[Stored data entries]
- - - - - - -
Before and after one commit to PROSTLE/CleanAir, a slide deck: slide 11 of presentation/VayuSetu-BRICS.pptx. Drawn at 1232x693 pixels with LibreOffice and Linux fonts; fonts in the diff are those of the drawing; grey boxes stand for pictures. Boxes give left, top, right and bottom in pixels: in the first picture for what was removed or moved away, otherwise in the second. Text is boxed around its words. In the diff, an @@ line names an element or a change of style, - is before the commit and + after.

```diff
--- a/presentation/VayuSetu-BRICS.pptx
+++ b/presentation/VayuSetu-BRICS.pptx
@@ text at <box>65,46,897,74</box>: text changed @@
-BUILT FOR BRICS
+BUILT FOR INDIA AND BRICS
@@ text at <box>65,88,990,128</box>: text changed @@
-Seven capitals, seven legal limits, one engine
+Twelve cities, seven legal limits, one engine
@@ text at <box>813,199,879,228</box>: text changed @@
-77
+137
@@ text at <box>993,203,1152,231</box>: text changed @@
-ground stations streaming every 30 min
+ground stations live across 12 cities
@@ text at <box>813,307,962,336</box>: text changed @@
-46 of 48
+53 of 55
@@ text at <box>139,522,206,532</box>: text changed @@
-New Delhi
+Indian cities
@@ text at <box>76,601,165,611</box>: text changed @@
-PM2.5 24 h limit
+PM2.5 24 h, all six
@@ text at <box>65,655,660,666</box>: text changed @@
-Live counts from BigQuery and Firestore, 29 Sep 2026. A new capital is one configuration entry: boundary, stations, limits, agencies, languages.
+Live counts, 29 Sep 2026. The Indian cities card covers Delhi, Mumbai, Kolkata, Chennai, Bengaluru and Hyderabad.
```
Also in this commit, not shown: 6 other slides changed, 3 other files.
- - - - - - -
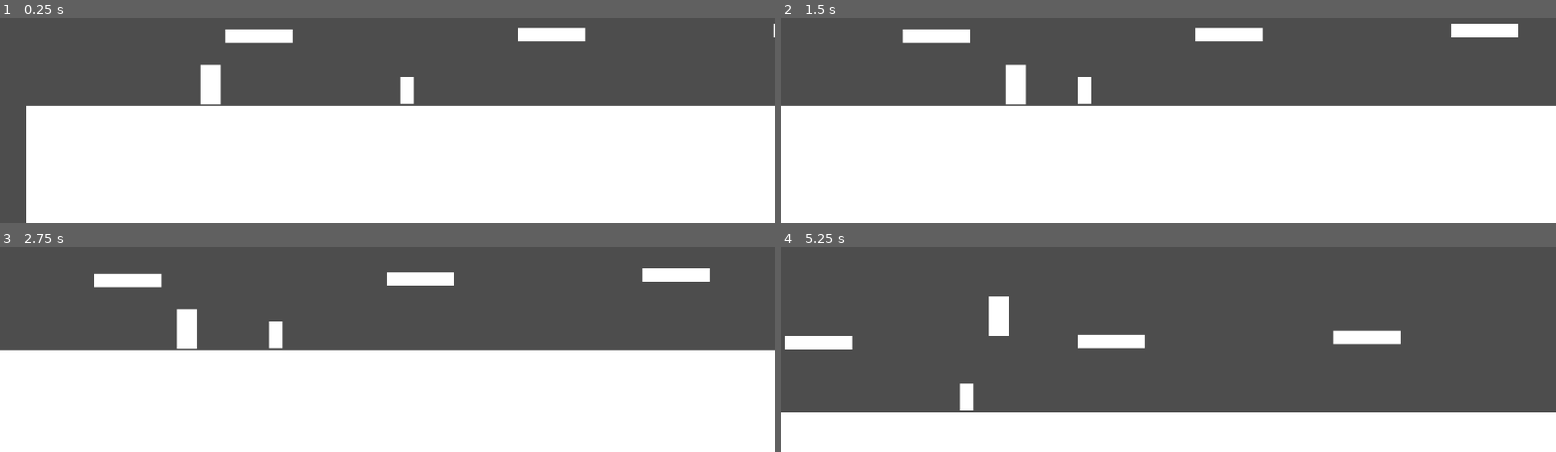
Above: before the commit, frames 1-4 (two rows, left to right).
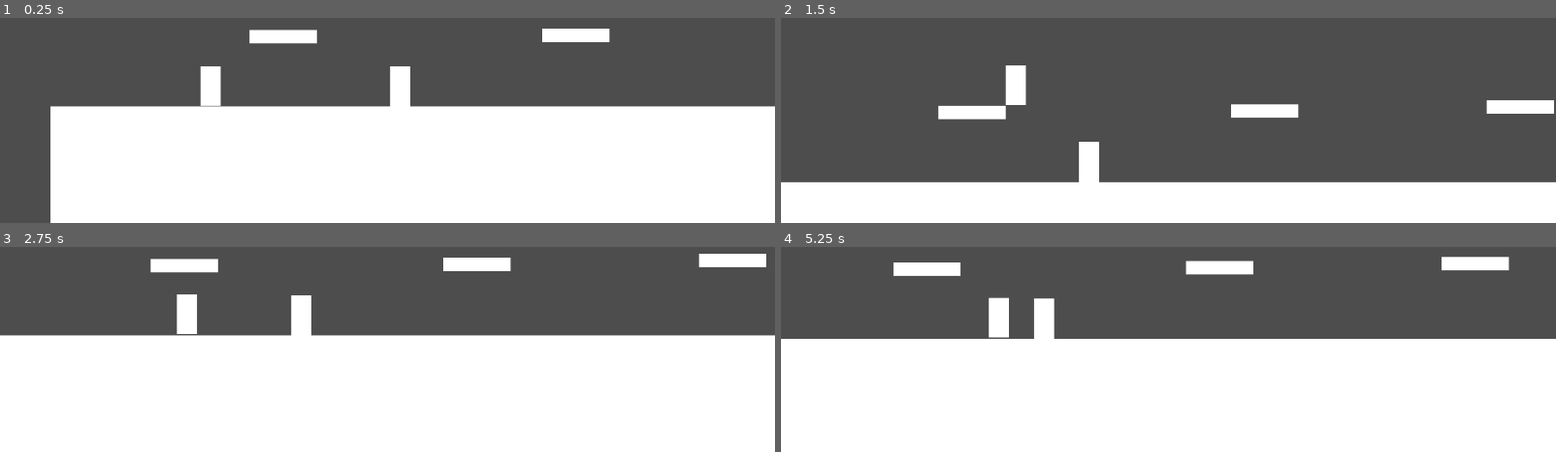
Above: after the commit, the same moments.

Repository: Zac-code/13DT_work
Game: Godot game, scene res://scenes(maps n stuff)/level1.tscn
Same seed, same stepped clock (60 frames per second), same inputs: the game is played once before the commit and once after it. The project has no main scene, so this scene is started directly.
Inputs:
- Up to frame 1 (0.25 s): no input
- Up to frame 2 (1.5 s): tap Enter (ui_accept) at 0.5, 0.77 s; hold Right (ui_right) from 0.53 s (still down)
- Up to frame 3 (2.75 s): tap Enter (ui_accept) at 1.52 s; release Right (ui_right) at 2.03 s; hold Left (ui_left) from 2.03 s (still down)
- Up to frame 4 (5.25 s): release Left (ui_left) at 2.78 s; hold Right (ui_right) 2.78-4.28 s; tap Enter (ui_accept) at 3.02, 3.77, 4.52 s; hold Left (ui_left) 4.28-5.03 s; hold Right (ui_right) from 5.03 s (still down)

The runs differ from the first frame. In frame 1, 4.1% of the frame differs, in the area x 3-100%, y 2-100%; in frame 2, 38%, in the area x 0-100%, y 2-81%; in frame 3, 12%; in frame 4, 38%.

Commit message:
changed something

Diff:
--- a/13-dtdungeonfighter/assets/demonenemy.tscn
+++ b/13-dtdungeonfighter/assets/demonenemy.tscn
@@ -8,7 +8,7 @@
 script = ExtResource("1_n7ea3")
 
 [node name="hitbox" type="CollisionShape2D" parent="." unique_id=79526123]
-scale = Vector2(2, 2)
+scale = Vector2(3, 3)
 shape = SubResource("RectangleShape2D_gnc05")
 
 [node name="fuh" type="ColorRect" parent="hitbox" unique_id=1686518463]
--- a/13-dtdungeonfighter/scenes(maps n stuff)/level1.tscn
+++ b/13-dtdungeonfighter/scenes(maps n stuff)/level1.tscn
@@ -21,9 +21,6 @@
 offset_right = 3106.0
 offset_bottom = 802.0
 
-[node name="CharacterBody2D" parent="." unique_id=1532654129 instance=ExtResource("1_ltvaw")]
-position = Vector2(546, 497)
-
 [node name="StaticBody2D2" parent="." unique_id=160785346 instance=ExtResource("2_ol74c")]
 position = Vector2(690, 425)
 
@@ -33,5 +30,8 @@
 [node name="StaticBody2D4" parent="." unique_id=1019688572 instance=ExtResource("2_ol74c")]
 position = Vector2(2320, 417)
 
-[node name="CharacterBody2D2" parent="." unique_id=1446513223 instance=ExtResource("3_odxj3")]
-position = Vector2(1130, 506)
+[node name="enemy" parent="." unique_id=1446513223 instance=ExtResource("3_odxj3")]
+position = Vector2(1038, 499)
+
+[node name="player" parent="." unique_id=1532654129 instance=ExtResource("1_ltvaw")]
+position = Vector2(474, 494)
- - - - - - -
What is needed: Looking at the data above, say how many lines contain "frames", and give no other words.

Answer to this task: 2